If they answer take the fish and sell it at the highest price in the right market, run that kind of game! If they answer kill everyone and sink the vessel, run that kind of game! If they answer recruit the vessel as a new smuggler, run that kind of game!

To me it would be more important to know what kind of game the players are expecting than what kind of media that consume.
 


Charlaquin

Goblin Queen (She/Her/Hers)
For recent(ish) media about pirates, there's also One Piece. Which, again, is not about robbing ships, it's about roaming the seas in search of adventure.
Oh, good point! Pretty sure that counts as recent, since it’s still ongoing. It’s also absurdly popular (albeit less so in the US than elsewhere). Worth pointing out though that it’s aesthetically pretty different than typical pirate media.
 

All right secret agents squad Zulu; your mission is to infiltrate this Adventurer Guild and gather information on them! So go join them and do any quests they tell you to in order to gain their trust.
 

jasper

Rotten DM
Ask them about the shows or cartoons they watch about secret agents or pirates. Better yet. Take a bad movie night with them and have them stream their favorite secret agent or pirate show. Do buy the popcorn.
 

Charlaquin

Goblin Queen (She/Her/Hers)
Ask them about the shows or cartoons they watch about secret agents or pirates. Better yet. Take a bad movie night with them and have them stream their favorite secret agent or pirate show. Do buy the popcorn.
To be fair, bloodtide did say they asked the players this, and their answers were that they couldn’t think of anything, apart from confirming that they’d seen “some” 007 and Jason Borne, and Pirates of the Caribbean.

Which to me basically says they’re only very casually familiar with either genre, so your best bet is to go as trope-y as possible.
 

Yes, because that’s what happens in pirate media. “Pirate” might as well just mean “nautical swashbuckler,” but for the additional implication that they fly a Jolly Roger instead of any country’s colors.
Yes, it makes more sense they are saying “nautical swashbuckler,” and not "bloody pirate".

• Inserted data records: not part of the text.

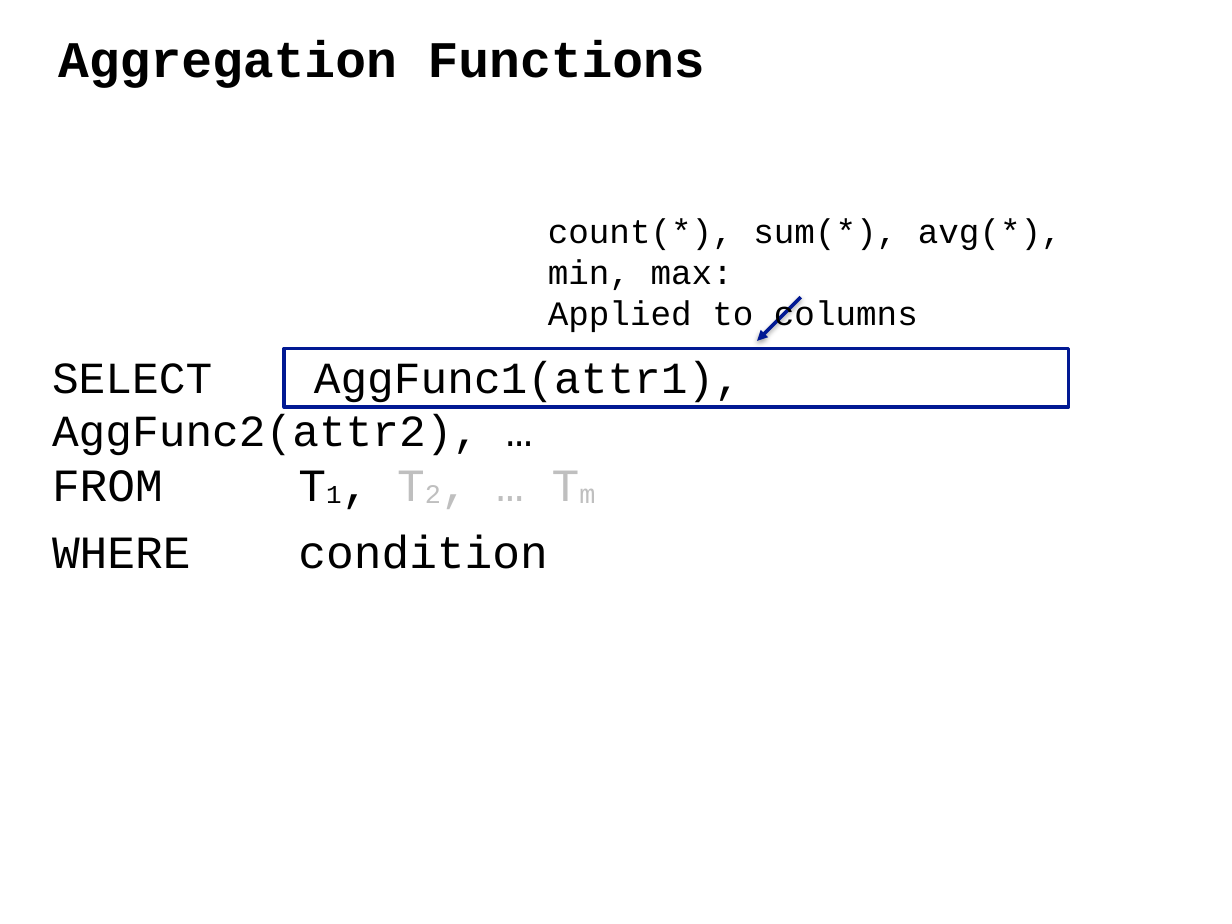
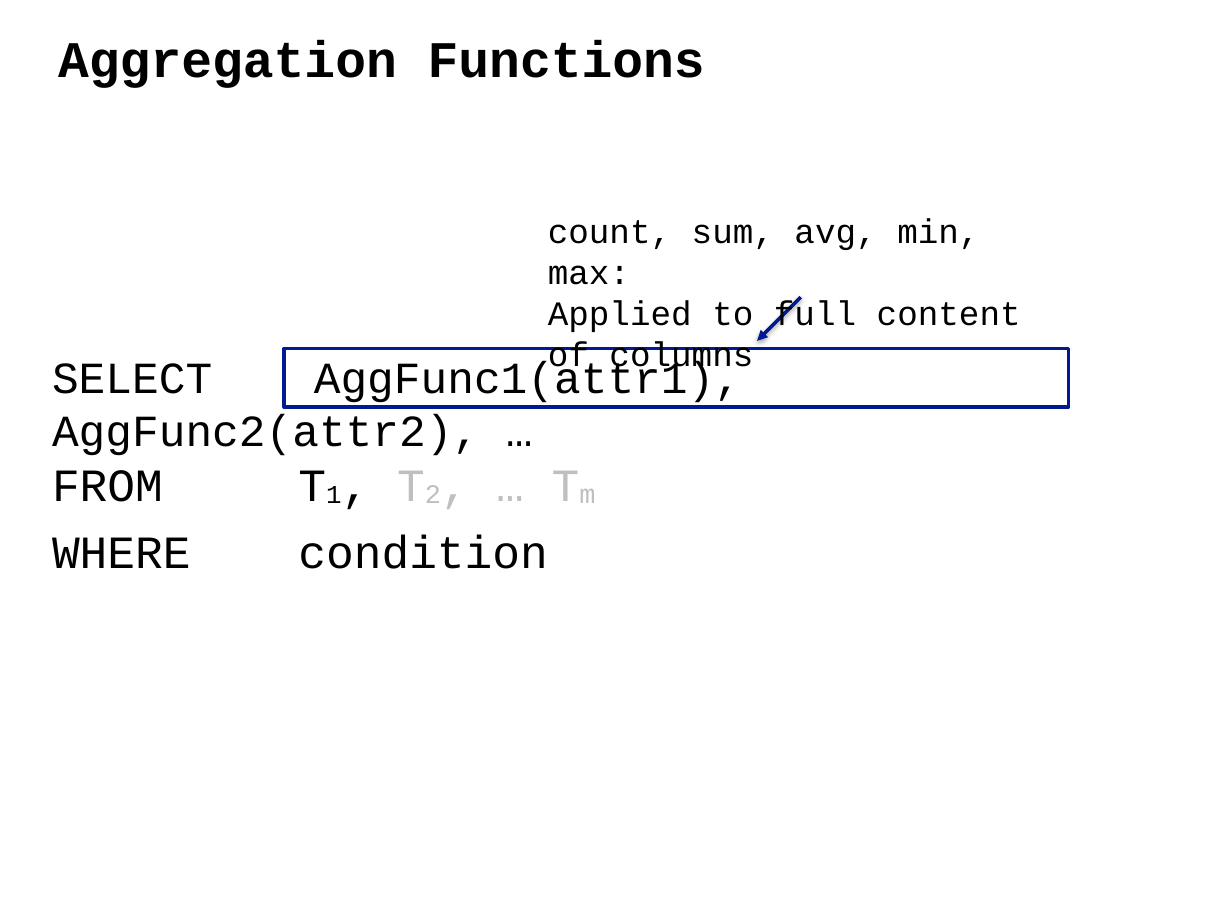
Before and after one commit to ipeirotis/introduction-to-databases, a slide deck: slide 51 of C-SQL.pptx. Drawn at 1232x924 pixels with LibreOffice and Linux fonts; fonts in the diff are those of the drawing. Boxes give left, top, right and bottom in pixels: in the first picture for what was removed or moved away, otherwise in the second. Text is boxed around its words. In the diff, an @@ line names an element or a change of style, - is before the commit and + after.

```diff
--- a/C-SQL.pptx
+++ b/C-SQL.pptx
@@ text at (x1=548, y1=218, x2=1021, y2=376): text changed @@
-count(*), sum(*), avg(*), min, max:
-Applied to columns
+count, sum, avg, min, max:
+Applied to full content of columns
```
Also in this commit, not shown: 14 other slides changed, 10 slides added, 1 slide removed.

Oh, come on now. You listed a ton of pirate genre fiction you’ve consumed, when did the protagonists of any of those films and books ever attack a merchant vessel to steal their pickled fish?
Well, a "movie" is really just a short story often like "a day" of a single adventure. It's not a campaign. A movie is "find the lost treasure" but a campaign does not work as "find the lost treasure...again" everyday.

To me it would be more important to know what kind of game the players are expecting than what kind of media that consume.
This is the problem, though.

They say "We want to do a pirate adventure campaign!"

I say "Well, can you be more specific?"

They say "like fun, cool pirate stuff!"
 

pukunui

Legend
This is the problem, though.

They say "We want to do a pirate adventure campaign!"

I say "Well, can you be more specific?"

They say "like fun, cool pirate stuff!"
So do what @BookTenTiger suggested and give them some specific scenarios and then ask them how they would react. That should give you more useful feedback than what a bunch of strangers on an internet forum can provide.